Le jeune homme de 20 ans sans antécédent judiciaire étudie à l’université, fait du sport de haut niveau pouvant le conduire aux États-Unis et réside chez sa mère qui possède un service de garde en milieu familial.

« Un casier judiciaire pourrait avoir d’importantes conséquences sur ses études et son lieu de résidence », avait plaidé Me Duval.

Ce sont les images enregistrées par la caméra de surveillance du résidant et publiées sur les réseaux sociaux qui ont permis de retrouver les suspects. La caméra de surveillance avait été installée à la suite d’un premier événement semblable survenu l’année dernière.

Après l’explosion du dispositif, les policiers et les pompiers se sont rendus sur place. Il y avait eu projection de chlore sur la maison et dans l’entrée. Personne n’avait été blessé.
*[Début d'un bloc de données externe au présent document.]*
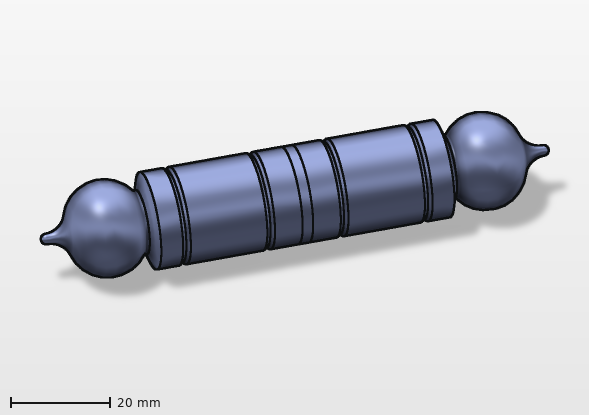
import cadquery as cq
import math

total_length = 106.0
body_diameter = 20.0
body_radius = body_diameter / 2
tip_y = total_length / 2

ring_width = 2.2
ring_end_y = ring_width / 2

groove_diameter = 19.0
groove_bottom_radius = groove_diameter / 2
groove_width = 1.6
groove_centers = (7.67, 25.23)

shoulder_y = 30.6
shoulder_end_radius = 6.6
shoulder_sag = 0.12

bulb_center_y = 39.45
bulb_arc_radius = 8.25
bulb_center_radius = body_radius - bulb_arc_radius
bulb_end_radius = 4.3
bulb_end_y = bulb_center_y + math.sqrt(bulb_arc_radius ** 2 - (bulb_end_radius - bulb_center_radius) ** 2)

waist_radius = 6.5
waist_arc_radius = 0.6
waist_center_radius = waist_radius + waist_arc_radius
waist_reach = bulb_arc_radius + waist_arc_radius
waist_offset = waist_center_radius - bulb_center_radius
waist_center_y = bulb_center_y - math.sqrt(waist_reach ** 2 - waist_offset ** 2)
bulb_share = bulb_arc_radius / waist_reach
bulb_start_radius = bulb_center_radius + bulb_share * waist_offset
bulb_start_y = bulb_center_y + bulb_share * (waist_center_y - bulb_center_y)
waist_start_offset = waist_center_radius - shoulder_end_radius
shoulder_end_y = waist_center_y - math.sqrt(waist_arc_radius ** 2 - waist_start_offset ** 2)

stem_end_y = 51.9
stem_end_radius = 1.1
tip_height = tip_y - stem_end_y


def shoulder_middle():
    """Middle point of the shoulder arc, pushed in from its chord by the sag."""
    run = shoulder_end_y - shoulder_y
    drop = body_radius - shoulder_end_radius
    chord = math.hypot(run, drop)
    middle_radius = (body_radius + shoulder_end_radius) / 2 - shoulder_sag * run / chord
    middle_y = (shoulder_y + shoulder_end_y) / 2 - shoulder_sag * drop / chord
    return middle_radius, middle_y


def stem_middle():
    """Middle point of the stem arc, which runs parallel to the axis where it meets the tip."""
    rise = bulb_end_radius - stem_end_radius
    run = stem_end_y - bulb_end_y
    arc_radius = (rise ** 2 + run ** 2) / (2 * rise)
    half_angle = math.asin(run / arc_radius) / 2
    middle_radius = stem_end_radius + arc_radius * (1 - math.cos(half_angle))
    return middle_radius, stem_end_y - arc_radius * math.sin(half_angle)


def tip_middle():
    """Middle point of the arc that rounds the tip."""
    arc_radius = (stem_end_radius ** 2 + tip_height ** 2) / (2 * tip_height)
    half_angle = math.acos((arc_radius - tip_height) / arc_radius) / 2
    return arc_radius * math.sin(half_angle), tip_y - arc_radius * (1 - math.cos(half_angle))


def make_half():
    """One turned half on the +Y side: barrel, shoulder, bulb and finial."""
    outline = cq.Workplane("XY").moveTo(0, ring_end_y).lineTo(body_radius, ring_end_y)
    for center_y in groove_centers:
        outline = (
            outline.lineTo(body_radius, center_y - groove_width / 2)
            .lineTo(groove_bottom_radius, center_y)
            .lineTo(body_radius, center_y + groove_width / 2)
        )
    outline = (
        outline.lineTo(body_radius, shoulder_y)
        .threePointArc(shoulder_middle(), (shoulder_end_radius, shoulder_end_y))
        .threePointArc((waist_radius, waist_center_y), (bulb_start_radius, bulb_start_y))
        .threePointArc((body_radius, bulb_center_y), (bulb_end_radius, bulb_end_y))
        .threePointArc(stem_middle(), (stem_end_radius, stem_end_y))
        .threePointArc(tip_middle(), (0, tip_y))
        .close()
    )
    return outline.revolve(360, (0, 0), (0, 1))


def make_ring():
    """Plain ring between the two halves."""
    return cq.Workplane("XZ", origin=(0, ring_end_y, 0)).circle(body_radius).extrude(ring_width)


halves = [make_half().rotate((0, 0, 0), (0, 0, 1), turn) for turn in (0, 180)]
ring = make_ring()

result = cq.Compound.makeCompound([*(half.val() for half in halves), ring.val()])
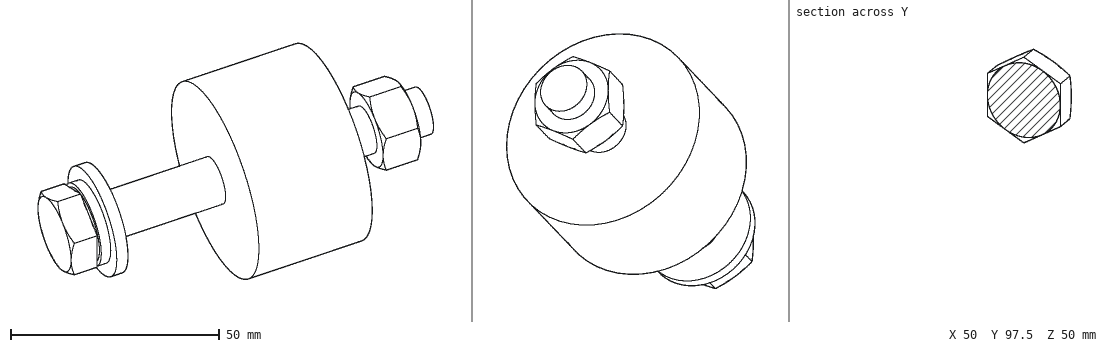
import cadquery as cq
import math


roller_diameter = 50.0
roller_width = 30.0

shank_diameter = 12.0
shank_length = 90.0
head_height = 7.5
collar_height = 0.6
collar_diameter = 19.0
across_flats = 19.0

flat_washer_diameter = 28.0
flat_washer_thickness = 3.0
spring_washer_diameter = 21.1
spring_washer_thickness = 2.5

nut_height = 10.0
nut_to_shank_end = 5.0
nut_to_roller_gap = 10.0

hexagon_sides = 6
chamfer_angle = 30.0

roller_back = roller_width / 2
nut_front = roller_back + nut_to_roller_gap
shank_end = nut_front + nut_height + nut_to_shank_end
head_seat = shank_end - shank_length
spring_washer_back = head_seat + spring_washer_thickness
flat_washer_back = spring_washer_back + flat_washer_thickness
hex_head_height = head_height - collar_height
hex_head_front = head_seat - head_height

across_corners = across_flats / math.cos(math.pi / hexagon_sides)
corner_overhang = (across_corners - across_flats) / 2
chamfer_depth = corner_overhang * math.tan(math.radians(chamfer_angle))


def disc(diameter, front, back):
    """Cylinder along Y from front to back."""
    return cq.Workplane("XZ", origin=(0, back, 0)).circle(diameter / 2).extrude(back - front)


def hexagon(front, height, chamfer_back):
    """Hexagonal prism along Y with corners up and down, its corners turned off conically."""
    back = front + height
    prism = (
        cq.Workplane("XZ", origin=(0, back, 0))
        .transformed(rotate=(0, 0, 90))
        .polygon(hexagon_sides, across_corners)
        .extrude(height)
    )
    flat_radius = across_flats / 2
    corner_radius = across_corners / 2
    profile = cq.Workplane("XY").moveTo(0, front).lineTo(flat_radius, front)
    profile = profile.lineTo(corner_radius, front + chamfer_depth)
    if chamfer_back:
        profile = profile.lineTo(corner_radius, back - chamfer_depth).lineTo(flat_radius, back)
    else:
        profile = profile.lineTo(corner_radius, back)
    envelope = profile.lineTo(0, back).close().revolve(360, (0, 0), (0, 1))
    return prism.intersect(envelope)


def make_bolt():
    shank = disc(shank_diameter, head_seat, shank_end)
    collar = disc(collar_diameter, head_seat - collar_height, head_seat)
    head = hexagon(hex_head_front, hex_head_height, chamfer_back=False)
    return head.union(collar).union(shank)


def make_washers():
    spring_washer = disc(spring_washer_diameter, head_seat, spring_washer_back)
    flat_washer = disc(flat_washer_diameter, spring_washer_back, flat_washer_back)
    return spring_washer.union(flat_washer)


roller = disc(roller_diameter, -roller_back, roller_back)
nut = hexagon(nut_front, nut_height, chamfer_back=True)

result = make_bolt().union(make_washers()).union(roller).union(nut)

« Les propriétaires n’étaient pas visés. Les lieux avec la haute haie de cèdres étaient plus faciles pour se cacher. Ils n’avaient aucun lien avec l’autre événement survenu dans le passé », a signalé Me Duval au tribunal.

L’accusé a rédigé une lettre d’excuses à l’intention du propriétaire de la résidence visée. Le plaignant a été mis au fait de la peine imposée.

Les deux autres accusés dans cette affaire ont été dirigés vers le programme de mesures de rechanges générales (PMRG) de la Cour du Québec.